Maria opens the door before Valencia has finished knocking. She takes one look at Valencia’s face — at the two suitcases, at the red eyes, at the very specific hollowness of a person who has just done something irrevocable — and pulls her inside without a word.

“Oh, V. Come here.”

Valencia breaks completely. She didn’t let herself cry in the elevator, or in the alley, or in the cab — she’d needed to hold it together long enough to get here, and now she’s here, and Maria’s arms are around her, and there’s nothing left to hold.

“I left them,” she says, when she can speak. “I left Jules and Dominic and I don’t know — I don’t know if I did the right thing. But I couldn’t stay. I couldn’t.”

“Shh.” Maria’s hand moves in slow circles on her back. “You did what you needed to do. You protected yourself.
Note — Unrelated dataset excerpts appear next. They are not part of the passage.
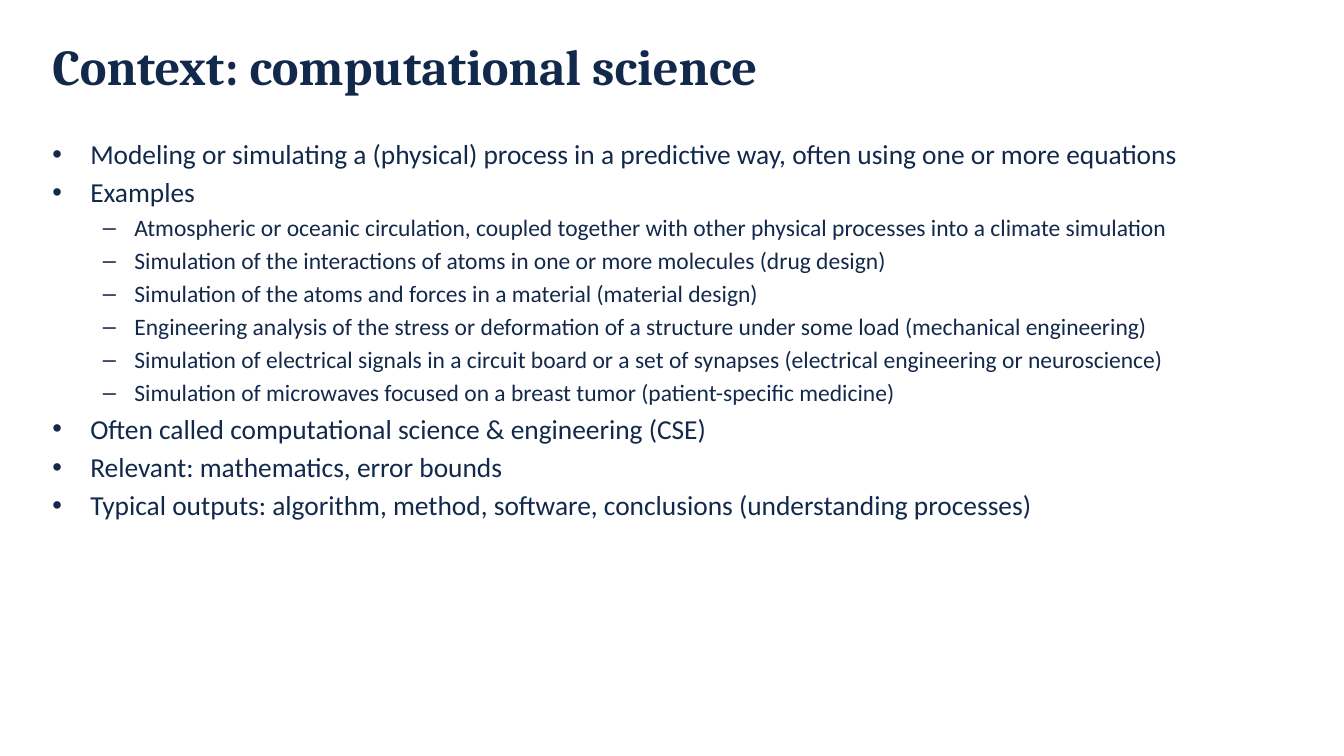
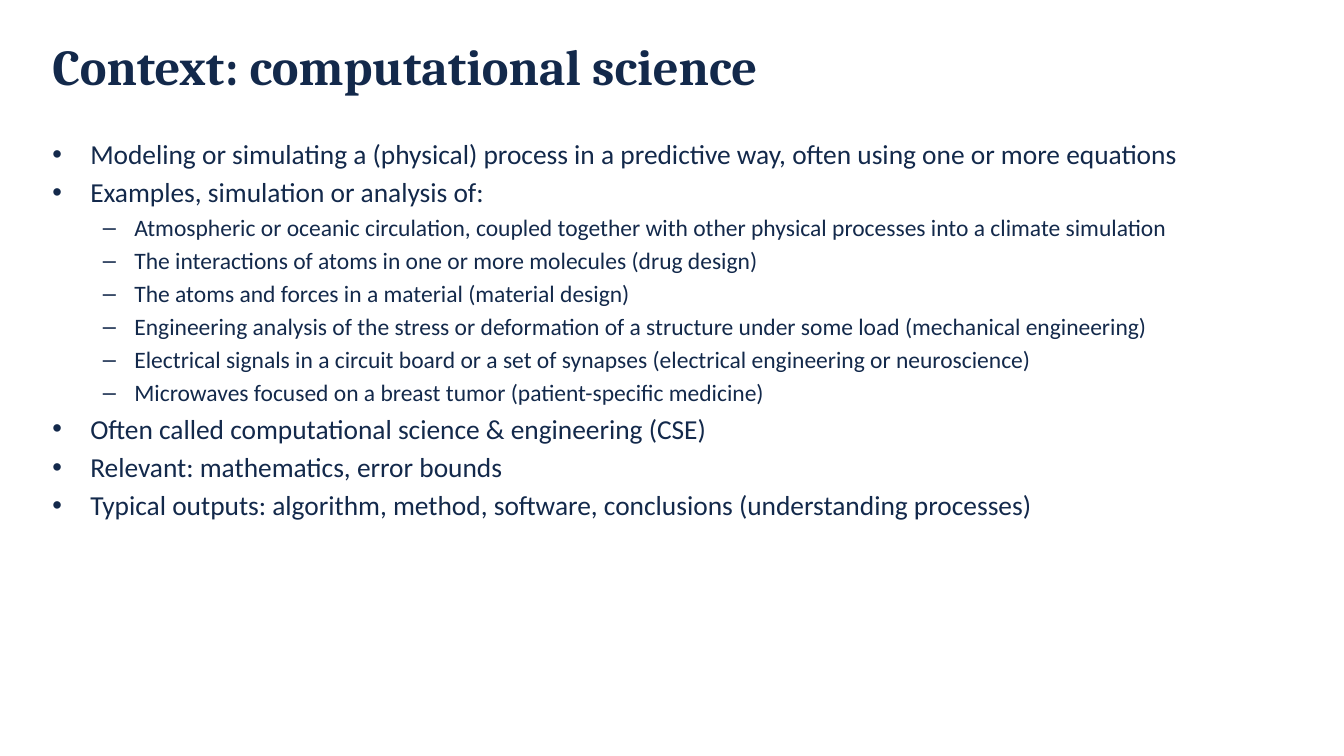
Before and after one commit to danielskatz/repro-fdtd1d, a slide deck: slide 6 of Computational_Reproducibility.pptx. Drawn at 1344x756 pixels with LibreOffice and Linux fonts; fonts in the diff are those of the drawing; background and template pictures are left out. Boxes give left, top, right and bottom in pixels: in the first picture for what was removed or moved away, otherwise in the second. Text is boxed around its words. In the diff, an @@ line names an element or a change of style, - is before the commit and + after.

```diff
--- a/Computational_Reproducibility.pptx
+++ b/Computational_Reproducibility.pptx
@@ text at box(90, 183, 484, 207): text changed @@
-• Examples
+• Examples, simulation or analysis of:
@@ text at box(134, 252, 757, 306): text changed @@
-  – Simulation of the interactions of atoms in one or more molecules (drug design)
-  – Simulation of the atoms and forces in a material (material design)
+  – The interactions of atoms in one or more molecules (drug design)
+  – The atoms and forces in a material (material design)
@@ text at box(134, 351, 1030, 405): text changed @@
-  – Simulation of electrical signals in a circuit board or a set of synapses (electrical engineering or neuroscience)
-  – Simulation of microwaves focused on a breast tumor (patient-specific medicine)
+  – Electrical signals in a circuit board or a set of synapses (electrical engineering or neuroscience)
+  – Microwaves focused on a breast tumor (patient-specific medicine)
```
Also in this commit, not shown: 22 other slides changed.

That’s not wrong.”

“Then why does it feel like I just destroyed everything good in my life?”

Maria doesn’t have an answer to that, and she’s wise enough not to invent one. She just holds Valencia while she cries, in the small, warm, cluttered Brooklyn apartment that feels nothing at all like home, while Valencia grieves the life she left behind and waits, in vain, for the grief to tell her she did the right thing.

Her heart keeps screaming that she made a terrible mistake.

She doesn’t know yet who to believe.